**Brief:** Could you return the data below exactly as it appears?

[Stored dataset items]
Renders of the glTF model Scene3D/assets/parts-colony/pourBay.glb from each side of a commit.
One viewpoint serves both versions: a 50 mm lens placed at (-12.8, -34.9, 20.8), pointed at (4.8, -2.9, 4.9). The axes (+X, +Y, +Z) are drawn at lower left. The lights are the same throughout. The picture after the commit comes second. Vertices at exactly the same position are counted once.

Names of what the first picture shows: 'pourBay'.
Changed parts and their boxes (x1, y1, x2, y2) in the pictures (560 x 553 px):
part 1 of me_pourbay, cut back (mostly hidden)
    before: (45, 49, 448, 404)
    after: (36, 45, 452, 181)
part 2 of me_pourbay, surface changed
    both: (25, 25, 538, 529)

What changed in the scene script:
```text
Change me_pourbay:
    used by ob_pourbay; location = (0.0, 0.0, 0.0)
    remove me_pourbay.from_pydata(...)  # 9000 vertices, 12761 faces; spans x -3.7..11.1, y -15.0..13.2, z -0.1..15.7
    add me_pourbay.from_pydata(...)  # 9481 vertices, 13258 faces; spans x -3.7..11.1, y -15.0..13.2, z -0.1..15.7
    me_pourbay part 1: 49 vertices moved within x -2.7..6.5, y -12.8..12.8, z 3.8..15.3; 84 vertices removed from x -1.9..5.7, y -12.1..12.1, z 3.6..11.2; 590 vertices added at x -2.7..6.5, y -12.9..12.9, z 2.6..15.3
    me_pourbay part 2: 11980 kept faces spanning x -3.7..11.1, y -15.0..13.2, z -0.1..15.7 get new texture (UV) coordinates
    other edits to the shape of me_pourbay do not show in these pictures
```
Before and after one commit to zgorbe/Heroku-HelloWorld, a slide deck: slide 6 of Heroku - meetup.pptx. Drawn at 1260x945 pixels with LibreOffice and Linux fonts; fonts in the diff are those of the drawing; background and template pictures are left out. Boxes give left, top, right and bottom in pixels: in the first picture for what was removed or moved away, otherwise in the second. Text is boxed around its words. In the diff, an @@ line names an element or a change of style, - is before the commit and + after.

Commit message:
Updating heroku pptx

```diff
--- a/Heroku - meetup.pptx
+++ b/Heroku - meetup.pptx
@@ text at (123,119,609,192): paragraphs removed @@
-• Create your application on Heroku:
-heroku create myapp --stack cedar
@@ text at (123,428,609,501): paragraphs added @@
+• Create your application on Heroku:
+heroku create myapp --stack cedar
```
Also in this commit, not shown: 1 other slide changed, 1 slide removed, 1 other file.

**Written solution:**
Renders of the glTF model Scene3D/assets/parts-colony/pourBay.glb from each side of a commit.
One viewpoint serves both versions: a 50 mm lens placed at (-12.8, -34.9, 20.8), pointed at (4.8, -2.9, 4.9). The axes (+X, +Y, +Z) are drawn at lower left. The lights are the same throughout. The picture after the commit comes second. Vertices at exactly the same position are counted once.

Names of what the first picture shows: 'pourBay'.
Changed parts and their boxes (x1, y1, x2, y2) in the pictures (560 x 553 px):
part 1 of me_pourbay, cut back (mostly hidden)
    before: (45, 49, 448, 404)
    after: (36, 45, 452, 181)
part 2 of me_pourbay, surface changed
    both: (25, 25, 538, 529)

What changed in the scene script:
```text
Change me_pourbay:
    used by ob_pourbay; location = (0.0, 0.0, 0.0)
    remove me_pourbay.from_pydata(...)  # 9000 vertices, 12761 faces; spans x -3.7..11.1, y -15.0..13.2, z -0.1..15.7
    add me_pourbay.from_pydata(...)  # 9481 vertices, 13258 faces; spans x -3.7..11.1, y -15.0..13.2, z -0.1..15.7
    me_pourbay part 1: 49 vertices moved within x -2.7..6.5, y -12.8..12.8, z 3.8..15.3; 84 vertices removed from x -1.9..5.7, y -12.1..12.1, z 3.6..11.2; 590 vertices added at x -2.7..6.5, y -12.9..12.9, z 2.6..15.3
    me_pourbay part 2: 11980 kept faces spanning x -3.7..11.1, y -15.0..13.2, z -0.1..15.7 get new texture (UV) coordinates
    other edits to the shape of me_pourbay do not show in these pictures
```
Before and after one commit to zgorbe/Heroku-HelloWorld, a slide deck: slide 6 of Heroku - meetup.pptx. Drawn at 1260x945 pixels with LibreOffice and Linux fonts; fonts in the diff are those of the drawing; background and template pictures are left out. Boxes give left, top, right and bottom in pixels: in the first picture for what was removed or moved away, otherwise in the second. Text is boxed around its words. In the diff, an @@ line names an element or a change of style, - is before the commit and + after.

Commit message:
Updating heroku pptx

```diff
--- a/Heroku - meetup.pptx
+++ b/Heroku - meetup.pptx
@@ text at (123,119,609,192): paragraphs removed @@
-• Create your application on Heroku:
-heroku create myapp --stack cedar
@@ text at (123,428,609,501): paragraphs added @@
+• Create your application on Heroku:
+heroku create myapp --stack cedar
```
Also in this commit, not shown: 1 other slide changed, 1 slide removed, 1 other file.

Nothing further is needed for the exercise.